The cryptocurrency market, continuing its movement within a narrow range, was preparing to end the past week under the shadow of economic uncertainties and geopolitical tensions that dominated the headlines. With developments regarding trade policies, geopolitical tensions, and question marks surrounding the growth outlook, crypto assets, already experiencing a fragile pricing process, saw panic selling triggered by Israel's strikes on strategic targets in various Iranian cities with US support over the weekend. The rapid liquidations caused Bitcoin to fall to the $63,000 level, and the total market capitalization of the cryptocurrency market to drop to $2.19 trillion. Let's look at what happened from the beginning of last week until these breaking developments. The US Supreme Court's decision regarding tariff authority, followed by Trump's increase in tariffs to 15%, paved the way for sharp movements in risky assets. The wave of selling that began in the early hours of the week led to intense liquidations in the futures market. The speed at which leveraged positions were liquidated, in particular, demonstrated how quickly liquidity can evaporate during times of stress and how fragile market depth can be than anticipated.

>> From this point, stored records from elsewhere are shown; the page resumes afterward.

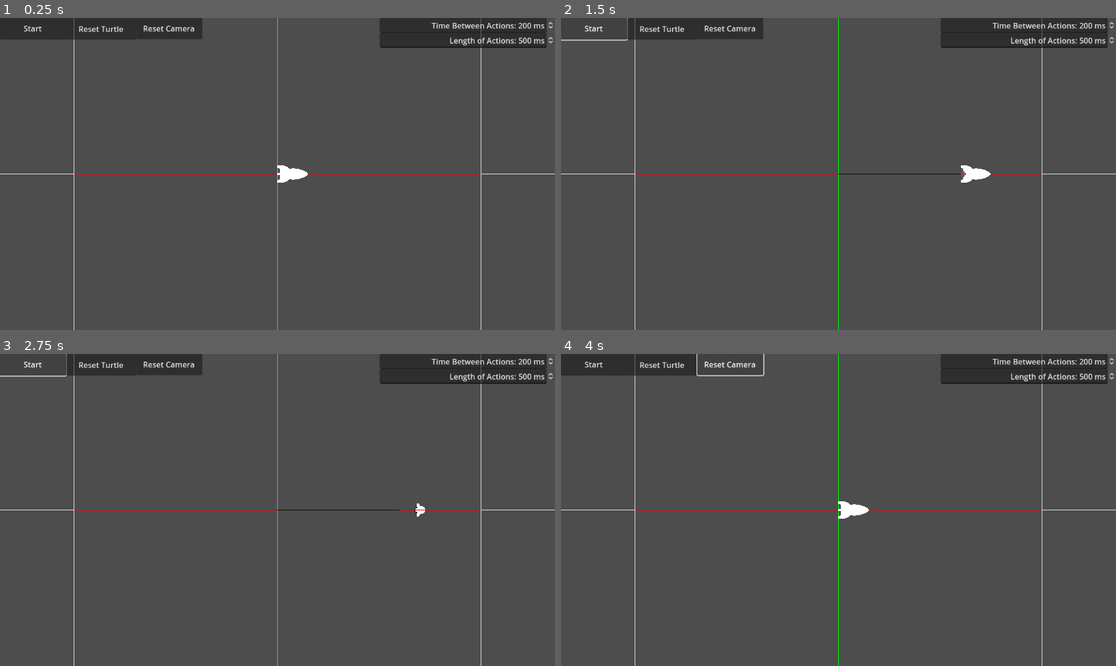
Above: before the commit, frames 1-4 (two rows, left to right).
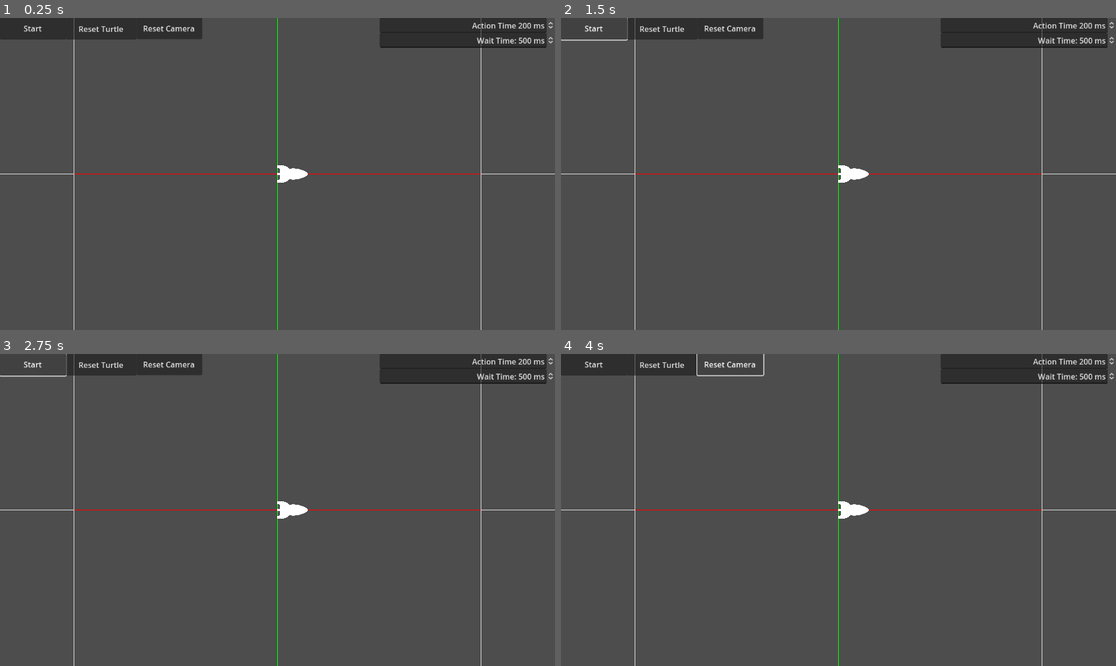
Above: after the commit, the same moments.

Repository: mrSun421/turtle
Game: Godot game, scene res://main.tscn
Same seed, same stepped clock (60 frames per second), same inputs: the game is played once before the commit and once after it.
Inputs:
- Up to frame 1 (0.25 s): no input
- Up to frame 2 (1.5 s): click "Start" at 0.5 s; click "Start" at 1.25 s
- Up to frame 3 (2.75 s): click "Start" at 2 s
- Up to frame 4 (4 s): click "Reset Turtle" at 2.75 s; click "Reset Camera" at 3.5 s

The runs differ from the first frame. In frame 1, 0.3% of the frame differs, in the area x 77-96%, y 1-9%; in frame 2, 0.7%, in the area x 49-96%, y 1-53%; in frame 3, 0.6%; in frame 4, 0.3%.

Commit message:
added json turtle functionality

Diff:
--- a/Draw3D.gd
+++ /dev/null
@@ -1,69 +0,0 @@
-# Source: https://github.com/Ryan-Mirch/Line-and-Sphere-Drawing
-extends Node
-
-func line(pos1: Vector3, pos2: Vector3, color = Color.WHITE_SMOKE, persist_ms = 0):
-	var mesh_instance := MeshInstance3D.new()
-	var immediate_mesh := ImmediateMesh.new()
-	var material := ORMMaterial3D.new()
-
-	mesh_instance.mesh = immediate_mesh
-	mesh_instance.cast_shadow = GeometryInstance3D.SHADOW_CASTING_SETTING_OFF
-
-	immediate_mesh.surface_begin(Mesh.PRIMITIVE_LINES, material)
-	immediate_mesh.surface_add_vertex(pos1)
-	immediate_mesh.surface_add_vertex(pos2)
-	immediate_mesh.surface_end()
-
-	material.shading_mode = BaseMaterial3D.SHADING_MODE_UNSHADED
-	material.albedo_color = color
-
-	return await final_cleanup(mesh_instance, persist_ms)
-
-func point(pos: Vector3, radius = 0.05, color = Color.WHITE_SMOKE, persist_ms = 0):
-	var mesh_instance := MeshInstance3D.new()
-	var sphere_mesh := SphereMesh.new()
-	var material := ORMMaterial3D.new()
-
-	mesh_instance.mesh = sphere_mesh
-	mesh_instance.cast_shadow = GeometryInstance3D.SHADOW_CASTING_SETTING_OFF
-	mesh_instance.position = pos
-
-	sphere_mesh.radius = radius
-	sphere_mesh.height = radius * 2
-	sphere_mesh.material = material
-
-	material.shading_mode = BaseMaterial3D.SHADING_MODE_UNSHADED
-	material.albedo_color = color
-
-	return await final_cleanup(mesh_instance, persist_ms)
-
-func square(pos: Vector3, size: Vector2, color = Color.WHITE_SMOKE, persist_ms = 0):
-	var mesh_instance := MeshInstance3D.new()
-	var box_mesh := BoxMesh.new()
-	var material := ORMMaterial3D.new()
-
-	mesh_instance.mesh = box_mesh
-	mesh_instance.cast_shadow = GeometryInstance3D.SHADOW_CASTING_SETTING_OFF
-	mesh_instance.position = pos
-
-	box_mesh.size = Vector3(size.x, size.y, 1)
-	box_mesh.material = material
-
-	material.shading_mode = BaseMaterial3D.SHADING_MODE_UNSHADED
-	material.albedo_color = color
-
-	return await final_cleanup(mesh_instance, persist_ms)
-
-## 1 -> Lasts ONLY for current physics frame
-## >1 -> Lasts X time duration.
-## <1 -> Stays indefinitely
-func final_cleanup(mesh_instance: MeshInstance3D, persist_ms: float):
-	get_tree().get_root().add_child.call_deferred(mesh_instance)
-	if persist_ms == 1:
-		await get_tree().physics_frame
-		mesh_instance.queue_free()
-	elif persist_ms > 0:
-		await get_tree().create_timer(persist_ms).timeout
-		mesh_instance.queue_free()
-	else:
-		return mesh_instance
--- a/main.gd
+++ b/main.gd
@@ -24,12 +24,6 @@
 	_draw_line(gridMeshInstance, Vector3(-MAIN_AXES_SIZE, 0, 0), Vector3(MAIN_AXES_SIZE, 0, 0), Color.RED)
 	_draw_line(gridMeshInstance, Vector3(0, -MAIN_AXES_SIZE, 0), Vector3(0, MAIN_AXES_SIZE, 0), Color.GREEN)
 	_draw_line(gridMeshInstance, Vector3(0, 0, -MAIN_AXES_SIZE), Vector3(0, 0, MAIN_AXES_SIZE), Color.BLUE)
-
-	for i in range(8):
-		turtle.append_turtle_actions(Turtle.ColorAction.new(Color(0, 1.0 / (8 - i), 0)))
-		turtle.append_turtle_actions(Turtle.MoveAction.new(3))
-		turtle.append_turtle_actions(Turtle.YawAction.new(45))
-
 
 func _draw_line(mesh_instance: MeshInstance3D, pos1: Vector3, pos2: Vector3, color = Color.WHITE_SMOKE):
 	var material := ORMMaterial3D.new()
--- a/main.tscn
+++ b/main.tscn
@@ -1,10 +1,11 @@
-[gd_scene load_steps=9 format=3 uid="uid://87mpup613jlr"]
+[gd_scene load_steps=10 format=3 uid="uid://87mpup613jlr"]
 
 [ext_resource type="Script" path="res://main.gd" id="1_kjfn4"]
 [ext_resource type="PackedScene" uid="uid://bq766ueyhy4f" path="res://turtle.tscn" id="1_ugrew"]
 [ext_resource type="Script" path="res://camera_3d.gd" id="3_mylqk"]
 [ext_resource type="Script" path="res://SpinboxFunctionality.gd" id="4_b8dxp"]
 [ext_resource type="PackedScene" uid="uid://demcplnrktvi2" path="res://vr_player.tscn" id="4_lw0we"]
+[ext_resource type="PackedScene" uid="uid://bwa3nj31wpgpb" path="res://server.tscn" id="6_flvs5"]
 
 [sub_resource type="ImmediateMesh" id="ImmediateMesh_vg32b"]
 
@@ -75,7 +76,7 @@
 max_value = 1000.0
 value = 500.0
 alignment = 2
-prefix = "Length of Actions:"
+prefix = "Wait Time:"
 suffix = "ms"
 select_all_on_focus = true
 script = ExtResource("4_b8dxp")
@@ -89,7 +90,7 @@
 value = 200.0
 alignment = 2
 update_on_text_changed = true
-prefix = "Time Between Actions:"
+prefix = "Action Time"
 suffix = "ms"
 select_all_on_focus = true
 script = ExtResource("4_b8dxp")
@@ -107,6 +108,9 @@
 
 [node name="VRPlayer" parent="." instance=ExtResource("4_lw0we")]
 
+[node name="Server" parent="." node_paths=PackedStringArray("turtle") instance=ExtResource("6_flvs5")]
+turtle = NodePath("../Turtle")
+
 [connection signal="finished_move" from="Turtle" to="." method="_on_turtle_finished_move"]
 [connection signal="moving" from="Turtle" to="." method="_on_turtle_moving"]
 [connection signal="pressed" from="CanvasLayer/Control/StartButton" to="Turtle" method="_on_start_button_pressed"]
--- a/project.godot
+++ b/project.godot
@@ -17,9 +17,7 @@
 
 [autoload]
 
-Draw3D="*res://Draw3D.gd"
 VrViewport="*res://vr_viewport.gd"
-Server="*res://server.gd"
 
 [dotnet]
 
--- a/server.gd
+++ b/server.gd
@@ -4,6 +4,7 @@
 
 var server: TCPServer = TCPServer.new()
 var streams: Array[StreamPeerTCP]
+@export var turtle: Turtle
 
 func _init() -> void:
 	var err = server.listen(21327)
@@ -23,8 +24,30 @@
 				# var data = stream.get_data(available_bytes)
 				var text_data = stream.get_utf8_string(available_bytes)
 				if text_data:
-					print(text_data)
-					stream.put_data(text_data.to_upper().to_ascii_buffer())
+					var json_data = JSON.parse_string(text_data)
+					for j in len(json_data):
+						var curr_data = json_data[j]
+						match curr_data["type"]:
+							"color":
+								var col_dat = curr_data["color"]
+								var col = Color(col_dat["r"], col_dat["g"], col_dat["b"])
+								turtle.append_turtle_actions(Turtle.ColorAction.new(col))
+							"move":
+								turtle.append_turtle_actions(Turtle.MoveAction.new(curr_data["value"]))
+							"yaw":
+								turtle.append_turtle_actions(Turtle.YawAction.new(curr_data["value"]))
+							"pitch":
+								turtle.append_turtle_actions(Turtle.PitchAction.new(curr_data["value"]))
+							"roll":
+								turtle.append_turtle_actions(Turtle.RollAction.new(curr_data["value"]))
+							"penup":
+								turtle.append_turtle_actions(Turtle.PenUpAction.new())
+							"pendown":
+								turtle.append_turtle_actions(Turtle.PenDownAction.new())
+							_:
+								print("unknown action type: %s" % curr_data["type"])
+					var confirmation_string = "data recieved: %s bytes" % available_bytes
+					stream.put_data(confirmation_string.to_ascii_buffer())
 		else:
 			streams[i].disconnect_from_host()
 			streams.remove_at(i)
@@ -36,8 +59,3 @@
 		newStream.set_no_delay(true)
 		streams.append(newStream)
 		print("took connection")
-
-
-func _input(event: InputEvent) -> void:
-	if event is InputEventKey:
-		var iek_event = event as InputEventKey
--- /dev/null
+++ b/server.tscn
@@ -0,0 +1,6 @@
+[gd_scene load_steps=2 format=3 uid="uid://bwa3nj31wpgpb"]
+
+[ext_resource type="Script" path="res://server.gd" id="1_hcwow"]
+
+[node name="Server" type="Node"]
+script = ExtResource("1_hcwow")

Mid-week saw a limited recovery in global risk appetite. Rising US technology stocks and Nvidia's better-than-expected financial results fueled optimism regarding AI investments. Bitcoin, which started the week at $67,600, retreated to the $62,800 range but tested the $70,000 level due to positive news. However, this movement indicated a search for equilibrium after overselling, rather than a strong trend reversal. Ethereum and altcoins experienced similar fluctuations and ultimately lost value. This pullback can be seen as a reflection of the classic risk-aversion reflex seen in high-beta assets, rather than a structural breakdown. Towards the end of the week, a cautious outlook prevailed in the market again. But as long-standing tensions in the Middle East escalated into a conflict spreading across the region, Bitcoin experienced a sudden drop of $2,500 in an hour, resulting in liquidations of nearly $450 million, as I mentioned at the beginning of this article. Unlike previous years, when Bitcoin experienced much faster value losses, particularly during the war between Russia and Ukraine, this time the same scenario did not occur. Following the initial panic selling, cryptocurrency investors calmly observed the situation and took positions. Cryptocurrencies are undergoing a serious test of resilience in the face of developments in the Middle East.
Despite price volatility, a remarkable picture emerged on the institutional side. Bitcoin spot ETFs saw outflows of $204 million on the first day of the week, followed by net inflows of $258 million, $507 million, and $254 million over the next three trading days. Ethereum ETFs, after an initial outflow of $49 million, saw inflows of $9 million, $157 million, and $7 million. These figures show that institutional capital has not abandoned the market, but rather is readjusting its positions during periods of volatility. The strong inflows following large outflows point not to a structural loss of confidence, but to disciplined risk management.
Changes in global reserves are also noteworthy. China's reduction of its position in US Treasury bonds and its increase in gold reserves, along with the rise in central bank demand for gold, reveals that alternative assets may also come under pressure in the short term during periods of weak risk appetite. Gold and silver prices, which climbed back to three-week highs after the end of the Asian New Year holiday, will now see developments in the Middle East as the biggest factor determining market direction.
While it was expected that the main headlines determining market direction at the start of the new month would be US inflation and employment data, the crisis in the Middle East shifted the agenda. A potential upward trend in inflation due to this crisis could put pressure on risky assets. The market may experience volatile movements during this period. It is crucial for investors to remain calm, carefully analyze developments, diversify risk, and stay informed to navigate this period without losses.